- Fluctuat
Sur la route, Byron rencontre et prend en auto-stop un homme qui tente de se faire passer pour Elvis Presley. C'est dans la même facilité de la fuite et de la dénégation de la réalité que Byron et Elvis se réfugient depuis la perte de ceux qu'ils ont aimés (sa jeune épouse pour le premier ; sa femme, sa fille et son chanteur préféré pour le second).
Le trajet parcouru ensemble jusqu'à Memphis et le hasard des rencontres favorisent la psychanalyse des personnages, chacun se dévoilant à l'autre petit à petit.

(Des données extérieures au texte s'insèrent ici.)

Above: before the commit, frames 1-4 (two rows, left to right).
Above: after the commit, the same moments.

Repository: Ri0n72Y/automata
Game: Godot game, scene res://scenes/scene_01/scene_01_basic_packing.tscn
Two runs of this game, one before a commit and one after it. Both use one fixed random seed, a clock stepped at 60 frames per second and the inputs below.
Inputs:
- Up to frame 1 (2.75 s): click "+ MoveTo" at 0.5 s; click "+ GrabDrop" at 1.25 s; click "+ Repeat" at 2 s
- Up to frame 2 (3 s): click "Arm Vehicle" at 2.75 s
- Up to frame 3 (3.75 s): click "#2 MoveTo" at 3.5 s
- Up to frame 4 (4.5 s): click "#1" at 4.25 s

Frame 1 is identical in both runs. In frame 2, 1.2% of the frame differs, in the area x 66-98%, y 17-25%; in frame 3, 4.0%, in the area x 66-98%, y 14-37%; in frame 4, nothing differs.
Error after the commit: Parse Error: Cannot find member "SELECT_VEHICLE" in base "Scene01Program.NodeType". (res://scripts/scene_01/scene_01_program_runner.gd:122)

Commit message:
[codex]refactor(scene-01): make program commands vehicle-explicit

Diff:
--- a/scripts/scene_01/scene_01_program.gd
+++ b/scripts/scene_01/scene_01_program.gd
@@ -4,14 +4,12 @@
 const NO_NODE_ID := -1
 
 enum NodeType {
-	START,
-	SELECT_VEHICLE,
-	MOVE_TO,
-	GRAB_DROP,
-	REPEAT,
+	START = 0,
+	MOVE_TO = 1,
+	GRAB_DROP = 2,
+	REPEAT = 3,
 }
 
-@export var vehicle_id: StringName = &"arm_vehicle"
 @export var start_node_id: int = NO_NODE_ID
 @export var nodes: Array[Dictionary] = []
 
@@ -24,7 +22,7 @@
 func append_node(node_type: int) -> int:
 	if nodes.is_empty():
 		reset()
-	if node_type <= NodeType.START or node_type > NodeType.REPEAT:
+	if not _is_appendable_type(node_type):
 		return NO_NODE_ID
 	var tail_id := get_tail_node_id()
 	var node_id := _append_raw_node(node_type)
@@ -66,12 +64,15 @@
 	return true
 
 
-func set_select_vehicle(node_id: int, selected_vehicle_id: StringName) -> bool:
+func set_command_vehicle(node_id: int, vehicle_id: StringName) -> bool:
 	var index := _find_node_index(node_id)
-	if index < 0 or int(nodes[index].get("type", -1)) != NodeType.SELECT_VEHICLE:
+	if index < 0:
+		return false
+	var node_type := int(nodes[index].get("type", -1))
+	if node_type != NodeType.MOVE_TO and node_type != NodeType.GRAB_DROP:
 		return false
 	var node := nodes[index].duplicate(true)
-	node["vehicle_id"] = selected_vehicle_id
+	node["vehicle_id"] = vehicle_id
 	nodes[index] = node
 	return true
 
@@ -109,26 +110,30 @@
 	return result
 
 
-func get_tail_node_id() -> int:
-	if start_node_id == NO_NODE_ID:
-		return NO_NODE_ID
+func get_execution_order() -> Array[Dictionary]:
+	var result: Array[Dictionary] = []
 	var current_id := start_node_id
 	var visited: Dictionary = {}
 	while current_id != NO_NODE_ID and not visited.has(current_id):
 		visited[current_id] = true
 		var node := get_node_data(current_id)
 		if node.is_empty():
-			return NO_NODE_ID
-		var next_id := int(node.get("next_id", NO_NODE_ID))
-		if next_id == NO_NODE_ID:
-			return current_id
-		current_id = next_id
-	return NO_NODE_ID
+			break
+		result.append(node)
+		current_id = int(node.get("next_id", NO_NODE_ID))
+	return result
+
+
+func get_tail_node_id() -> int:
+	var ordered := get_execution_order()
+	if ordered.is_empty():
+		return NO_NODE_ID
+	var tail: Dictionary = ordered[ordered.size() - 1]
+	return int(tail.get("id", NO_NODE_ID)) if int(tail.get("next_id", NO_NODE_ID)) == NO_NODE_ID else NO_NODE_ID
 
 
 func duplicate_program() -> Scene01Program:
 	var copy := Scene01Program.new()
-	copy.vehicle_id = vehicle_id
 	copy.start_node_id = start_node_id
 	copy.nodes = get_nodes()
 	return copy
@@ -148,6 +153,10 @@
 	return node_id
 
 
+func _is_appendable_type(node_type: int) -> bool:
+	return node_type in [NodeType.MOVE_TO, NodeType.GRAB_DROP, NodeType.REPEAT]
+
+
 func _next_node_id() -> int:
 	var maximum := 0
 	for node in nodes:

La parole devient alors le seul moyen de purger ses souvenirs pour apaiser ses souffrances. Mais ce voyage paraît surtout être un simple prétexte à de longs dialogues filmés en plans fixes, économie d'images quand l'on manque d'invention et de talent. Optant pour le road-movie à l'issue heureuse, David Winckler transforme en terre promise, ce chemin de croix Memphis, ville sacrée où les plaies des vivants se cicatriseront.Respectant l'implicite cahier des charges du road-movie, le réalisateur n'oublie pas les gros plans du volant et de la plaque d'immatriculation de la voiture, de filmer la route qui défile et les incontournables nuits passées dans des motels.
Harvey Keitel interprète un mythomane peu convaincant et souvent agaçant, que seuls des personnages méprisés par leur metteur en scène prennent pour Elvis. Cette identification à Elvis Presley rend inévitable la bande-son truffée de chansons du King.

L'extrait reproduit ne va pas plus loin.